The government alleged that Schaumberg, Ill.-based Concept Schools hand-picked vendors in an unfair bidding process for contracts awarded between 2009 and 2012. Those agreements were connected to work on the E-Rate program, overseen by the Federal Communications Commission.
Concept Schools’ chosen vendors provided equipment at higher prices than those approved by the FCC for equipment with the same functionality, and Concept Schools didn’t maintain sufficient control over reimbursed equipment, some of which was discovered missing, the government alleged.
E-rate is a $4 billion federal program overseen by the FCC that provides discounts for internet connectivity devices and services for schools and libraries.
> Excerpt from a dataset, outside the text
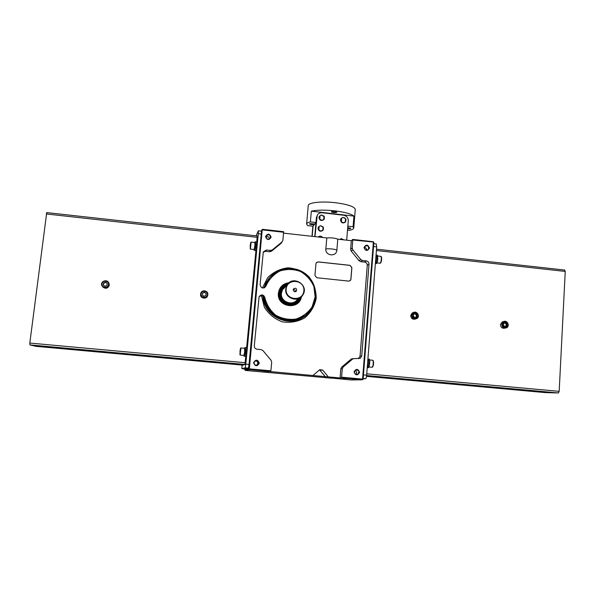 <?xml version="1.0" encoding="UTF-8"?>
<svg xmlns="http://www.w3.org/2000/svg" width="595" height="595" viewBox="0 0 595 595"><rect width="100%" height="100%" fill="white"/><g stroke="black" fill="none" stroke-linecap="round" stroke-linejoin="round"><path stroke-width="0.89" d="M318.109 236.988L320.214 236.163M318.28 237.011L319.069 236.423C320.482 235.888 321.642 236.245 322.557 237.487M339.76 239.413L341.902 238.588M339.961 239.435L340.853 238.796L344.208 239.904M341.649 218.134L343.017 217.472L345.539 218.588L345.264 221.913C343.873 222.939 342.571 222.79 341.374 221.466L341.649 218.134L340.704 219.8L341.374 221.466M345.517 218.551L345.993 219.518L345.65 221.764C343.062 223.698 341.359 223.058 340.533 219.86L340.942 218.64L342.832 217.42L344.825 217.889M345.264 221.913L345.955 219.451L345.539 218.588M320.088 215.65L321.389 215.003L324.007 216.104L323.717 219.443C322.312 220.47 321.003 220.321 319.798 218.99L320.088 215.65L319.143 217.324L319.798 218.99M318.98 217.383L319.299 216.32L321.218 214.951L324.387 216.758L324.23 219.138C321.642 221.266 319.887 220.686 318.98 217.383M323.717 219.443L324.334 216.699L324.007 216.104M319.151 226.412L320.608 225.736L323.078 226.859L322.788 230.206C321.382 231.239 320.073 231.098 318.861 229.767L319.151 226.412L318.206 228.086L318.861 229.767M318.042 228.145L318.385 227.037L320.452 225.676L323.427 227.431L323.278 229.93C320.675 232.028 318.935 231.433 318.042 228.145M322.788 230.206L323.078 226.859M314.316 224.627L314.703 224.144L309.616 223.735C309.251 224.07 309.973 224.367 311.787 224.62L314.316 224.627L313.074 226.197L312.189 236.327L313.074 226.197L307.615 225.579L306.603 224.055L308.247 205.572C308.069 202.553 321.925 201.043 335.751 202.746C348.112 204.435 354.62 206.688 355.274 209.5L353.757 228.019L353.073 226.762L347.837 226.167M312.866 226.174L311.981 236.304M333.669 212.519C335.997 212.698 337.03 212.527 336.748 211.999L331.549 211.567C331.132 211.939 331.839 212.259 333.669 212.519M353.951 216.104C351.191 213.865 344.899 212.125 335.067 210.875C325.049 209.819 317.135 209.916 311.341 211.173L353.951 216.104L353.073 226.762M346.677 240.187L348.276 220.819C348.224 217.755 346.692 215.888 343.672 215.234L322.163 212.75C319.976 212.593 318.325 213.449 317.224 215.301L314.963 236.639M317.529 214.802L316.414 217.517L315.975 222.537L310.389 221.898L311.341 211.173M319.292 216.327L318.935 217.443C319.649 220.537 321.315 221.236 323.94 219.548M347.51 230.101L349.347 230.31C352.158 229.752 353.623 228.986 353.757 228.019M310.389 221.898C307.965 222.463 306.7 223.177 306.603 224.055M315.975 222.537L314.748 236.617L315.975 222.537L314.703 224.144M340.942 218.64L340.481 219.919C341.106 222.887 342.713 223.646 345.308 222.188M318.385 227.037L317.998 228.197C318.675 231.254 320.333 231.983 322.959 230.369M347.629 228.696C349.86 228.852 350.857 228.703 350.619 228.242L347.711 227.647M310.047 223.608L314.353 223.988M347.673 228.16L350.21 228.049M331.936 211.448L333.78 211.976L336.383 211.813M369.056 359.149L369.242 359.164C369.666 359.611 369.815 360.972 369.681 363.248L368.655 363.307L369.651 363.597C369.331 366.356 368.885 367.725 368.312 367.688L367.591 367.621M369.681 363.248L368.677 362.965M376.821 258.78L377.803 259.07C377.446 262.06 376.962 263.563 376.345 263.592L375.624 263.518M377.282 255.218L377.832 258.728L376.843 258.438M373.667 245.103L363.329 376.442M376.263 243.987L376.687 246.88L366.646 375.177C366.431 377.334 366.096 378.524 365.635 378.747L363.143 378.792M564.625 270.063L565.243 271.432L559.181 391.354L558.4 392.968L544.998 392.574M504.977 328.113C502.292 328.648 500.782 327.488 500.432 324.632L502.254 321.865L503.668 321.575M415.503 319.046C412.677 319.693 411.086 318.541 410.728 315.566L412.149 313.044L413.525 312.501M376.278 255.002L376.457 255.024C377.498 255.456 376.412 264.091 375.378 263.615M380.867 256.378L381.142 256.557C381.536 259.227 381.239 261.458 380.242 263.25L377.007 262.901M381.373 256.854L381.477 256.995C381.826 259.338 381.559 261.309 380.688 262.886L380.406 263.116M368.03 358.941L368.216 358.964C369.339 359.44 368.342 368.617 367.271 367.695L367.234 367.695M372.715 360.265L373.013 360.451C373.482 363.173 373.236 365.449 372.269 367.271L368.989 366.974M373.236 360.741L373.363 360.89C373.772 363.285 373.556 365.285 372.708 366.892L372.433 367.13M412.201 315.283C414.447 311.646 416.418 311.847 418.114 315.878C415.868 319.522 413.897 319.322 412.201 315.283M415.303 313.602L413.555 314.42L413.406 316.406L415.012 317.566L416.768 316.741L416.909 314.762L415.303 313.602M411.695 315.276L413.116 312.739C416.604 310.129 420.643 316.28 416.916 318.533C413.927 319.597 412.186 318.511 411.695 315.276M502.306 324.394C504.448 320.802 506.36 320.995 508.048 324.974C505.914 328.574 504.002 328.38 502.306 324.394M505.296 322.728L503.608 323.539L503.489 325.502L505.066 326.648L506.754 325.829L506.873 323.873L505.296 322.728M501.771 324.387L503.593 321.605C507.334 319.664 510.317 326.276 506.412 327.852C503.682 328.455 502.135 327.295 501.771 324.387M414.931 317.507L416.217 316.904L416.359 314.926L416.909 314.762M416.217 316.904L416.768 316.741M416.359 314.926L414.834 313.818M504.872 326.506L506.003 325.963L506.114 324.015L506.873 323.873M506.003 325.963L506.754 325.829M506.114 324.015L504.731 323.003M243.935 355.423L244.686 351.995L244.062 355.438L240.239 355.081M244.761 348.306L244.634 352.024M244.634 348.298L244.671 351.66M244.686 351.995L245.787 351.905L245.051 356.323L244.032 356.226M245.906 347.621L245.817 351.541L244.724 351.63M254.087 249.528L254.905 245.623L254.214 249.543L250.45 249.134M254.958 242.544L254.846 245.75M254.831 242.529L254.883 245.4M254.905 245.623L255.984 245.557L255.181 250.428L254.177 250.317M256.088 241.882L256.021 245.207L254.943 245.274M261.51 231.165L249.03 364.475L248.435 368.149L244.954 368.974L241.89 368.684L242.061 365.062M256.073 235.813L258.327 230.853L258.282 233.701L245.787 364.177L245.207 367.851L241.912 368.699M247.059 347.621L246.181 356.531L245.095 356.435M257.226 241.905L256.296 250.651L255.225 250.54M257.233 235.962L256.772 241.853M255.932 250.614L246.642 347.584M245.787 356.494L244.917 364.46L242.812 365.129L36.206 346.364M46.73 212.616L29.817 343.062L29.921 344.899L36.191 346.364M102.697 286.909C105.709 289.155 107.926 288.56 109.346 285.109L108.387 282.283M200.597 294.22L200.589 294.294C199.905 298.705 207.194 299.657 207.7 295.232L207.707 295.194M250.16 246.077L250.718 242.485L250.16 246.077M250.19 247.594L250.577 243.578L250.19 247.594M251.142 242.15L250.413 249.126L250.064 248.68M256.051 241.882L255.143 250.421M239.956 351.586L240.462 348.328L239.956 351.586M239.941 353.542L240.343 349.406L239.941 353.542M240.886 347.971L240.194 355.081L239.837 354.627M245.869 347.621L245.014 356.316M245.817 351.541L244.664 351.771M207.804 294.659C208.436 290.159 200.984 289.363 200.641 293.9C199.957 298.333 207.276 299.285 207.781 294.837L207.804 294.659M207.38 294.57C207.819 290.628 201.452 289.981 201.073 293.93C200.634 297.887 207.008 298.526 207.38 294.57M206.123 293.409L205.915 295.455L206.123 293.409L204.435 292.212L202.538 293.052L202.33 295.09L204.018 296.295L205.915 295.455M108.974 284.663L108.781 283.041C107.301 278.564 99.863 281.368 101.834 285.667C104.705 288.828 107.085 288.493 108.974 284.663M108.491 284.574C108.997 280.572 102.429 279.903 101.99 283.912C101.485 287.921 108.059 288.582 108.491 284.574M107.212 283.391L106.966 285.466L105.003 286.314L103.277 285.094L103.515 283.019L105.486 282.171L107.212 283.391M206.086 293.632L204.435 292.212M204.397 292.435L202.516 293.268M107.197 283.488L105.702 282.424L103.738 283.272L103.5 285.25M282.238 241.741L281.093 243.34L282.9 240.343L283.629 231.686L262.588 229.328L261.822 229.945L261.569 232.6M325.852 248.888C330.284 248.591 333.959 248.993 336.874 250.101C336.547 257.211 324.982 255.947 325.852 248.888L326.789 237.963L283.562 233.128M326.789 237.963C331.214 237.606 334.888 238.015 337.789 239.19L351.34 240.707L352.79 239.435L373.251 241.734L373.876 242.492L363.114 379.164L362.362 379.811L351.124 379.967L331.534 378.056M285.734 289.029L286.842 285.421C292.465 274.407 309.869 285.198 302.684 295.217C297.969 303.123 284.447 298.207 285.734 289.029M312.911 375.512L328.299 376.895L322.624 370.038L319.775 369.688L312.911 375.512L249.238 369.607L245.296 370.432L331.549 378.204M328.299 376.895L340.08 377.959L340.831 368.818L342.333 368.684L343.263 366.907L352.969 358.755L360.392 358.25L361.738 355.966L369.012 264.158C368.974 262.365 368.082 261.287 366.334 260.915L362.467 260.491L360.719 259.532L352.805 249.788L352.21 248.011L352.79 239.435M352.991 358.562L351.362 358.978L341.746 367.055L340.831 368.818M358.354 358.681L360.049 356.226L367.271 265.303C367.234 263.526 366.356 262.454 364.623 262.09L360.786 261.674L362.467 260.491M351.34 240.707L350.634 249.312L351.221 251.075L359.053 260.722L360.786 261.674M336.874 250.101L337.789 239.19M281.093 243.34L271.513 251.194L272.324 249.9L270.398 250.465L266.404 250.034L263.295 251.923L260.082 284.804C261.183 288.434 263.102 288.947 265.824 286.344L265.824 286.344M263.206 252.198L265.645 251.328L269.602 251.759L271.513 251.194M264.44 287.772L266.738 281.881C273.522 269.052 291.074 264.544 303.346 272.317C315.759 279.881 319.634 297.619 311.401 309.474C298.995 329.794 263.927 319.85 263.682 295.708L263.064 296.213L261.51 295.767L259.212 296.444M318.191 261.897L316.265 262.812L315.952 263.741L314.933 275.455L316.823 277.746L348.715 281.108L350.433 280.446L350.931 279.263L351.883 267.609L350.009 265.333L318.191 261.897L316.555 262.462M266.077 285.392L266.047 285.749C269.059 279.271 273.693 274.355 279.947 270.985C286.745 268.903 293.514 269.037 300.252 271.387C306.432 274.979 310.977 280.037 313.892 286.559L315.134 296.875L312.137 306.782C308.128 312.65 302.751 316.733 296.005 319.046C288.917 319.998 282.209 318.742 275.872 315.276C270.316 310.649 266.664 304.833 264.909 297.842L264.872 298.199M263.682 295.708L264.857 297.485C263.332 294.406 261.413 294.123 259.108 296.652L254.296 345.874C254.303 347.74 255.218 348.856 257.047 349.213L261.101 349.592L262.893 350.529L271.067 360.265L271.684 362.206L270.889 370.811L249.357 368.87L262.239 229.573M244.761 368.959L245.296 370.432M248.851 366.051L248.591 368.818L244.694 369.696M261.822 229.945L261.257 231.135M343.166 378.286L346.469 378.502L343.166 378.286M262.41 371.897L265.325 372.091L262.41 371.897M335.498 378.48L338.614 378.688L335.498 378.48M266.277 371.347L269.364 371.555L266.277 371.347M362.362 379.811L341.456 377.922L342.333 368.684M340.08 377.959L341.456 377.922M373.638 242.053L352.865 240.008M373.348 242.299L362.563 379.097L341.642 377.208M354.025 371.868C356.174 368.431 358.026 368.595 359.596 372.381C357.454 375.817 355.594 375.653 354.025 371.868M363.991 247.483C366.089 244.203 367.911 244.404 369.45 248.085C367.353 251.365 365.538 251.164 363.991 247.483M249.238 369.607L248.591 368.818M282 241.972L272.324 249.9M283.644 232.258L262.581 229.901M301.464 296.689C299.359 310.754 276.511 307.273 278.401 293.112C279.442 286.976 283.034 283.495 289.185 282.662M253.574 362.69C255.835 359.209 257.747 359.38 259.316 363.218C257.055 366.706 255.143 366.527 253.574 362.69M265.511 236.55C267.72 233.233 269.602 233.441 271.142 237.174C268.933 240.499 267.058 240.291 265.511 236.55M248.941 369.205L249.357 368.87M362.563 379.097L362.809 379.484M270.889 370.811L270.755 371.548M350.634 249.312L352.21 248.011M254.02 362.749L254.407 361.648C257.494 359.953 258.81 360.853 258.356 364.356C256.11 365.992 254.66 365.456 254.02 362.749M255.24 360.868C256.914 360.905 257.791 361.76 257.858 363.441L256.512 365.367M265.943 236.684L266.069 236.126C268.583 233.872 270.056 234.437 270.48 237.799C268.382 239.956 266.865 239.584 265.943 236.684M265.935 236.951C267.899 236.215 269.104 236.87 269.55 238.922M364.356 247.609L364.847 246.375C367.874 245.125 369.056 246.122 368.379 249.364C366.267 250.696 364.921 250.108 364.356 247.609M364.393 247.364C365.791 247.609 366.505 248.442 366.542 249.863L366.505 250.145M354.404 371.92L355.535 370.083C358.919 369.934 359.685 371.31 357.855 374.203C355.832 374.82 354.687 374.062 354.404 371.92M355.438 370.142L356.769 372.47L355.706 374.255M280.758 300.81L278.899 293.774L280.119 289.743L282.142 287.125M296.102 303.078C291.461 306.299 286.879 306.15 282.357 302.632M281.599 286.649L288.248 283.51M300.497 297.5L298.868 301.167L296.503 303.673M300.966 297.136L299.322 300.832C293.484 310.352 277.144 304.32 278.713 293.186L280 288.902C281.933 285.541 284.827 283.607 288.672 283.094M349.964 280.833L350.864 279.308L351.816 267.653L349.942 265.377L318.139 261.949M282.826 286.426L281.725 286.537L282.841 286.411M279.077 291.208L279.538 291.014M286.15 289.021C287.095 277.761 304.96 279.643 303.867 290.851C302.981 302.104 285.042 300.296 286.15 289.021M293.209 289.75L293.454 288.984C295.715 287.623 296.756 288.27 296.57 290.918C294.875 292.257 293.752 291.862 293.209 289.75M299.263 298.266C295.41 308.336 278.817 303.889 280.319 293.142C280.922 288.865 283.257 286.024 287.333 284.633M300.163 297.738L298.891 300.296C293.432 309.266 278.058 303.614 279.531 293.142L280.758 289.096C282.38 286.255 284.782 284.499 287.973 283.808M293.261 289.43C294.592 289.415 295.284 290.07 295.358 291.394L295.291 291.751M325.606 376.999L319.575 369.859M376.687 246.88L373.63 246.538M366.646 375.177L363.523 374.895M365.635 378.747L363.166 378.524M565.243 271.432L376.404 250.525M559.181 391.354L366.751 373.801M558.4 392.968L366.617 375.527M545.027 392.581L366.513 376.367M258.282 233.701L261.45 234.051M245.787 364.177L249.03 364.475M245.207 367.851L248.435 368.149M46.231 213.962L257.211 237.323M29.817 343.062L245.192 362.712M29.921 344.899L244.917 364.46M297.612 299.121C293.097 306.678 280.178 301.985 281.413 293.216L282.476 289.765L285.92 286.336M261.51 295.767L264.358 307.184C268.665 314.071 274.6 318.942 282.179 321.798C290.144 323.07 297.634 321.783 304.64 317.946C310.709 312.769 314.562 306.276 316.19 298.467C316.228 290.472 313.84 283.265 309.036 276.839C303.056 271.491 296.087 268.479 288.121 267.81C280.186 268.754 273.38 272.027 267.698 277.634L262.395 287.995M341.746 367.055L343.263 366.907M351.139 359.149L352.746 358.919M360.049 356.226L361.738 355.966M367.271 265.303L369.012 264.158M364.623 262.09L366.334 260.915M359.053 260.722L360.719 259.532M351.221 251.075L352.805 249.788M269.602 251.759L270.398 250.465M265.645 251.328L266.404 250.034M264.686 287.638L269.647 277.858C274.979 272.547 281.368 269.416 288.835 268.471C296.347 269.029 302.952 271.796 308.641 276.764C313.253 282.759 315.61 289.52 315.707 297.054C314.301 304.439 310.798 310.635 305.19 315.625L295.142 319.991C287.608 320.705 280.595 319.032 274.117 314.993C268.561 309.735 265.154 303.346 263.905 295.827M263.942 287.965L266.121 282.521L270.576 276.534M305.034 315.952C289.668 328.76 263.317 316.473 263.064 296.213M281.561 286.686L288.173 283.584M300.408 297.567L296.459 303.703M266.441 281.941L267.006 281.398M279.486 289.996L280.119 289.75M298.251 298.705C294.056 307.288 279.687 302.736 281.026 293.216C281.495 289.631 283.361 287.102 286.634 285.622M320.043 370.276L322.624 370.038M368.335 359.075L369.242 359.164M376.568 255.136L377.461 255.24M376.397 244.002L373.779 243.705M564.811 270.071L376.509 249.179M376.055 254.98L376.457 255.024M377.78 256.036L381.016 256.393M381.477 256.995L381.142 256.557M369.592 359.975L372.872 360.28M373.363 360.89L373.013 360.451M413.116 312.739L412.149 313.044M503.593 321.605L502.254 321.865M244.895 347.532L245.966 347.629M255.084 241.778L256.14 241.89M258.394 230.815L261.555 231.165M46.648 212.586L257.263 235.947M250.718 242.485L251.187 242.113L254.995 242.544M256.155 241.786L257.278 241.912M240.462 348.328L240.93 347.934M240.945 347.949L244.805 348.313M245.973 347.525L247.118 347.629M200.589 294.294L200.641 293.9M109.145 283.488L108.781 283.041M286.842 285.421L282.476 289.765M351.362 358.978L352.969 358.755M358.718 358.48L360.392 358.25M258.356 364.356L257.427 364.601M270.48 237.799L270.16 238.379M368.379 249.364L367.561 249.974M357.855 374.203L355.803 374.307M270.606 276.497L266.738 281.881C273.529 269.044 291.089 264.544 303.361 272.317C315.767 279.873 319.641 297.612 311.401 309.474M280.758 289.096L278.906 293.766C279.003 304.506 289.572 308.418 296.124 303.063M299.322 300.832L298.868 301.167M296.57 290.918L295.745 291.624"/></g></svg>

Concept Schools entered into a compliance agreement with the FCC, and redesigned relevant internal quality controls and programs, according to a statement from Concept Schools.
“We will continue to focus our attention on achieving our mission of providing a high-quality, STEM-focused and college-preparatory education for our students, as we move past this investigation and set new precedents for excellence during the current COVID-19 pandemic and beyond,” Concept Schools spokesperson Christopher Murphy said in a statement.
“We express our gratitude to our school communities and educational partners for their continued support.”
The investigation was a coordinated effort between the DOJ’s Commercial Litigation Branch, the FCC Office of Inspector General, the FBI, and the U.S. Department of Education Office of Inspector General.
“E-Rate contractors and schools receiving E-Rate funds must understand and know that actions that undermine the contracting process, such as conspiring to rig competitive bidding, will not be tolerated and will be investigated aggressively,” FCC Inspector General David Hunt said in a statement.
DOJ noted that the settled claims are only allegations, and there has been no determination of liability on the part of the company.
EdWeek Market Brief survey research shows that districts have made big gains in internet access over the past few years, but those upgrades have been offset by COVID-era connectivity barriers.